Oikonomos-II+

a Reinforcement-Learning, Cloud Resource Recommender for HPC & AI Workloads

Journal Article (2026)
Author(s)

R. E.V. Betting (Erasmus MC)

Q. Chen (Erasmus MC)

C. I. De Zeeuw (Erasmus MC, Netherlands Institute for Neuroscience)

C. Strydis (Erasmus MC, TU Delft - Computer Engineering)

DOI related publication
https://doi.org/10.1109/TCC.2026.3682234 Final published version
More Info
expand_more
Publication Year
2026
Language
English
Journal title
IEEE Transactions on Cloud Computing

Abstract

Oikonomos-II+ is a hybrid, reinforcement-learning system for recommending optimal cloud-instance types for HighPerformance Computing (HPC) and Artificial-Intelligence (AI) applications. Unlike existing approaches that require historical data or repeated job executions, Oikonomos-II+ learns online using user-submitted jobs. It combines a modified Neural-LinUCB algorithm with Gaussian-Process regression to model the relationship between job parameters, instance types, and execution time.

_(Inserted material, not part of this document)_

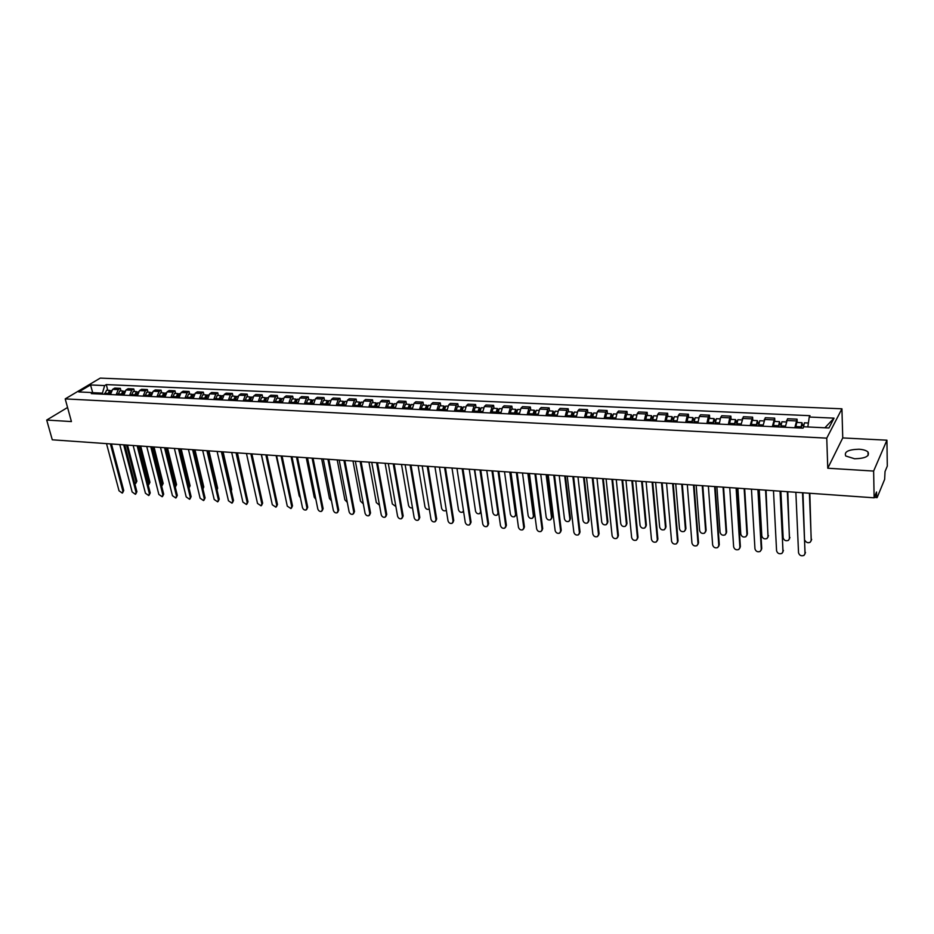 <?xml version="1.0" encoding="UTF-8"?>
<svg xmlns="http://www.w3.org/2000/svg" width="934" height="934" viewBox="0 0 934 934"><rect width="100%" height="100%" fill="white"/><g stroke="black" fill="none" stroke-linecap="round" stroke-linejoin="round"><path stroke-width="1.4" d="M854.622 458.769C865.374 458.466 869.846 456.212 868.001 452.009C866.262 450.445 863.273 449.523 859.046 449.231C848.364 449.534 843.927 451.799 845.749 456.002L854.622 458.769M873.629 471.063L886.926 440.194L842.748 437.929L841.931 408.8L100.253 378.107L65.205 398.9L826.753 438.139L827.769 468.226L873.629 471.063L874.131 497.81L52.281 439.797L46.7 420.055L71.428 421.573L65.205 398.9M886.926 440.194L887.3 466.089L885.047 471.518L884.638 479.364L877.201 497.425L874.236 497.542M67.563 407.493L46.7 420.055M874.889 495.977L876.617 496.094L876.547 491.996L874.131 497.81M876.617 496.094L876.944 497.729M794.799 427.76L797.064 419.179L787.549 418.747L785.249 427.293M797.216 422.483L797.064 419.179M772.313 426.663L774.671 418.152L765.296 417.731L762.903 426.208M774.835 421.432L774.671 418.152M750.165 425.589L752.606 417.148L743.371 416.727L740.895 425.145M752.792 420.405L752.606 417.148M728.357 424.526L729.746 417.848L730.878 416.155L721.784 415.747L720.628 417.428L719.227 424.083M731.089 419.401L730.878 416.155M706.875 423.487L708.299 416.868L709.478 415.186L700.523 414.778L699.321 416.447L697.885 423.055M709.712 418.397L709.478 415.186M685.708 422.46L687.167 415.887L688.393 414.229L679.567 413.82L678.329 415.478L676.858 422.028M688.638 417.416L688.393 414.229M664.868 421.444L666.351 414.929L667.623 413.272L658.925 412.886L657.641 414.521L656.135 421.024M667.892 416.447L667.623 413.272M644.32 420.452L645.849 413.984L647.157 412.349L638.587 411.952L637.257 413.587L635.727 420.031M647.437 415.49L647.157 412.349M624.075 419.471L625.64 413.05L626.983 411.427L618.541 411.042L617.176 412.653L615.611 419.062M627.286 414.544L626.983 411.427M604.135 418.502L605.722 412.127L607.1 410.516L598.776 410.143L597.375 411.742L595.775 418.093M607.427 413.622L607.1 410.516M584.474 417.545L586.085 411.217L587.509 409.629L579.302 409.255L577.866 410.843L576.243 417.148M587.848 412.711L587.509 409.629M565.093 416.611L566.74 410.33L568.187 408.742L560.096 408.38L558.637 409.956L556.979 416.214M568.549 411.801L568.187 408.742M545.981 415.677L547.663 409.442L549.145 407.878L541.171 407.516L539.665 409.08L537.984 415.291M549.519 410.913L549.145 407.878M527.15 414.766L528.854 408.578L530.372 407.026L522.503 406.664L520.974 408.216L519.257 414.381M530.757 410.038L530.372 407.026M508.575 413.867L510.303 407.726L511.855 406.185L504.103 405.823L502.539 407.364L500.799 413.482M512.252 409.174L511.855 406.185M490.257 412.98L492.02 406.874L493.596 405.344L485.949 404.994L484.349 406.523L482.586 412.606M494.016 408.321L493.596 405.344M472.195 412.104L473.982 406.045L475.593 404.527L468.039 404.188L466.416 405.695L464.63 411.731M476.013 407.481L475.593 404.527M454.379 411.229L456.189 405.228L457.823 403.721L450.386 403.383L448.729 404.877L446.919 410.867M458.267 406.652L457.823 403.721M436.808 410.376L438.63 404.41L440.299 402.916L432.967 402.589L431.286 404.072L429.453 410.026M440.755 405.835L440.299 402.916M419.471 409.536L421.327 403.616L423.02 402.134L415.77 401.807L414.066 403.278L412.209 409.185M423.487 405.029L423.02 402.134M402.367 408.707L404.247 402.823L405.963 401.351L398.818 401.025L397.078 402.496L395.21 408.356M406.442 404.235L405.963 401.351M385.497 407.889L387.388 402.04L389.128 400.593L382.076 400.266L380.325 401.713L378.422 407.551M389.63 403.453L389.128 400.593M368.848 407.084L370.751 401.281L372.526 399.834L365.568 399.518L363.781 400.955L361.867 406.745M373.028 402.682L372.526 399.834M352.422 406.29L354.348 400.523L356.134 399.087L349.269 398.771L347.46 400.207L345.533 405.951M356.648 401.912L356.134 399.087M336.193 405.496L338.143 399.775L339.964 398.351L333.181 398.036L331.36 399.46L329.398 405.169M340.49 401.153L339.964 398.351M320.187 404.726L322.16 399.028L323.993 397.615L317.303 397.312L315.458 398.725L313.485 404.399M324.53 400.417L323.993 397.615M304.391 403.955L306.375 398.304L308.232 396.903L301.624 396.6L299.756 398.001L297.771 403.628M308.78 399.682L308.232 396.903M288.793 403.196L290.789 397.58L292.669 396.191L286.154 395.899L284.263 397.289L282.255 402.881M293.229 398.946L292.669 396.191M273.393 402.449L275.413 396.88L277.316 395.491L270.872 395.199L268.957 396.576L266.937 402.134M277.877 398.234L277.316 395.491M258.193 401.713L260.224 396.179L262.139 394.802L255.788 394.51L253.85 395.876L251.818 401.398M262.723 397.522L262.139 394.802M243.179 400.99L245.222 395.479L247.16 394.125L240.879 393.833L238.941 395.187L236.886 400.674M247.755 396.833L247.16 394.125M228.351 400.266L230.418 394.802L232.368 393.447L226.168 393.167L224.207 394.51L222.14 399.962M232.963 396.133L232.368 393.447M213.711 399.554L215.789 394.125L217.762 392.782L211.633 392.502L209.66 393.844L207.582 399.262M218.369 395.456L217.762 392.782M199.257 398.853L201.347 393.459L203.332 392.128L197.284 391.848L195.288 393.179L193.198 398.561M203.951 394.778L203.332 392.128M184.979 398.164L187.069 392.794L189.077 391.474L183.099 391.206L181.091 392.525L178.989 397.872M189.707 394.113L189.077 391.474M170.864 397.475L172.977 392.14L174.997 390.832L169.101 390.564L167.069 391.871L164.944 397.183M175.627 393.459L174.997 390.832M156.924 396.798L159.049 391.498L161.092 390.202L155.254 389.933L153.211 391.229L151.086 396.518M161.722 392.817L161.092 390.202M143.159 396.133L145.295 390.867L147.35 389.571L141.583 389.315L139.528 390.599L137.38 395.853M147.992 392.175L147.35 389.571M129.557 395.467L131.706 390.237L133.772 388.953L128.075 388.696L125.997 389.98L123.848 395.187M134.414 391.533L133.772 388.953M116.108 394.813L118.268 389.618L120.346 388.346L114.719 388.089L112.64 389.361L110.469 394.545M121.011 390.914L120.346 388.346M807.84 426.966L809.241 417.031L834.05 418.14L828.913 427.982L803.8 426.768L803.03 428.157L91.31 393.611L92.968 392.619L78.771 391.93L90.54 384.948L104.655 385.579L102.413 393.156L93.131 392.712M809.241 417.031L809.988 415.688L106.278 384.598L104.655 385.579M841.931 408.8L826.753 438.139M842.748 437.929L827.769 468.226M68.754 411.824L68.929 412.489M102.67 394.16L102.413 393.156M107.76 390.295L106.278 384.598M94.871 393.786L92.968 392.619M834.05 418.14L824.897 427.784M92.688 392.607L90.54 384.948M802.983 492.79L805.015 553.979M795.861 492.276L798.535 552.753C799.411 555.485 801.244 556.372 804.022 555.391L805.073 553.348L802.528 492.755M803.38 427.515L804.431 422.822L808.4 423.009M801.314 428.076L801.851 424.561L802.131 425.589L803.474 425.659M804.98 540.447C806.24 542.607 807.992 543.203 810.222 542.234L811.261 540.214L809.393 493.234M800.893 428.052L801.956 422.705L802.551 424.842L803.579 424.888M795.663 427.795L796.737 422.46L801.956 422.705M809.825 493.269L811.202 540.844M801.43 425.554L802.551 424.842M780.532 491.202L782.949 552.029M773.48 490.7L776.574 550.756C777.45 553.453 779.248 554.329 781.968 553.383L783.019 551.34L780.053 491.167M758.42 489.638L761.735 548.503L761.222 550.103M751.45 489.147L754.952 548.783C755.804 551.445 757.579 552.321 760.253 551.41L761.292 549.355L757.906 489.603M780.801 427.072L781.91 421.771L785.949 421.958M778.804 426.978L779.353 423.499L779.656 424.515L780.906 424.585M780.871 491.226L783.159 537.786C784.011 540.447 785.786 541.3 788.471 540.354L789.51 538.334L787.315 491.681M778.372 426.955L779.47 421.654L780.1 423.779L781.011 423.826M773.212 426.71L774.333 421.409L779.47 421.654M787.782 491.716L789.44 539.023M778.933 424.48L780.1 423.779M758.583 425.997L759.716 420.732L763.627 420.919M756.645 425.904L757.217 422.448L757.532 423.464L758.688 423.522M759.225 489.696L761.817 535.929C762.658 538.556 764.397 539.42 767.048 538.509L768.075 536.478L765.576 490.14M756.19 425.881L757.322 420.615L757.999 422.728L758.793 422.763M751.111 425.635L752.255 420.382L757.322 420.615M766.055 490.175L768.005 537.225M756.762 423.429L757.999 422.728M736.646 488.097L740.358 546.565L739.798 548.211M729.746 487.618L733.634 546.834C734.486 549.461 736.226 550.336 738.841 549.461L739.891 547.406L736.109 488.062M715.187 486.591L719.285 544.65L718.701 546.332M708.369 486.112L712.642 544.919C713.483 547.511 715.187 548.386 717.756 547.546L718.795 545.479L714.638 486.544M694.055 485.096L698.515 542.759L697.908 544.487M687.307 484.618L691.942 543.039C692.783 545.596 694.464 546.46 696.986 545.654L698.013 543.588L693.483 485.061M736.704 424.935L737.872 419.716L741.643 419.891M734.824 424.842L735.408 421.421L735.747 422.425L736.798 422.472M737.895 488.19L740.79 534.12C741.631 536.711 743.336 537.564 745.927 536.688L746.955 534.645L744.153 488.634M734.334 424.818L735.513 419.599L736.903 421.736M729.337 424.573L730.528 419.366L735.513 419.599M744.667 488.669L747.41 533.828L746.873 535.451M734.941 422.39L736.226 421.701M715.152 423.884L716.355 418.712L719.986 418.876M713.331 423.803L713.926 420.405L715.234 421.444M716.88 486.707L720.067 532.322C720.896 534.878 722.577 535.742 725.111 534.89L726.15 532.847L723.044 487.139M712.817 423.779L714.031 418.595L715.351 420.709M707.902 423.534L709.116 418.374L714.031 418.595M723.581 487.186L726.617 532.041L726.045 533.699M713.436 421.362L714.779 420.685M693.915 422.857L695.153 417.72L698.655 417.883M692.152 422.775L692.759 419.401L694.009 420.44M696.169 485.248L699.636 530.559C700.453 533.081 702.111 533.933 704.598 533.127L705.625 531.072L702.24 485.68M691.627 422.752L692.865 417.615L694.114 419.705M686.77 422.518L688.019 417.381L692.865 417.615M702.8 485.715L706.116 530.267L705.52 531.971M692.257 420.358L693.658 419.681M673.239 483.625L678.061 540.903L677.419 542.666M666.549 483.158L671.558 541.171C672.387 543.693 674.033 544.569 676.508 543.798L677.535 541.72L672.643 483.59M673.005 421.841L674.266 416.739L677.64 416.903M671.289 421.759L671.908 418.42L673.087 419.436M675.749 483.8L679.497 528.807C680.314 531.306 681.948 532.158 684.389 531.376L685.404 529.321L681.738 484.232M670.74 421.736L672.013 416.634L673.192 418.712M665.965 421.503L667.238 416.412L672.013 416.634M682.322 484.267L685.918 528.527L685.287 530.267M671.394 419.354L672.842 418.689M652.726 482.178L657.886 539.07L657.232 540.868M646.106 481.711L651.453 539.338C652.282 541.837 653.905 542.701 656.322 541.953L657.349 539.875L652.095 482.131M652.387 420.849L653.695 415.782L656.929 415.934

This allows it to balance exploration and exploitation efficiently, even in the absence of prior data. We evaluated six configurations of Oikonomos-II+ on a diverse set of HPC and AI workloads, optimizing for cost and speed. Results show that the complete system converges to optimal resource choices, outperforming purely predictive or search-based approaches. By treating deployed applications as a black box and by eliminating the need for preexisting training data or auxiliary runs, Oikonomos-II+ provides a general-purpose, low-overhead solution for dynamic resource selection in heterogeneous cloud environments.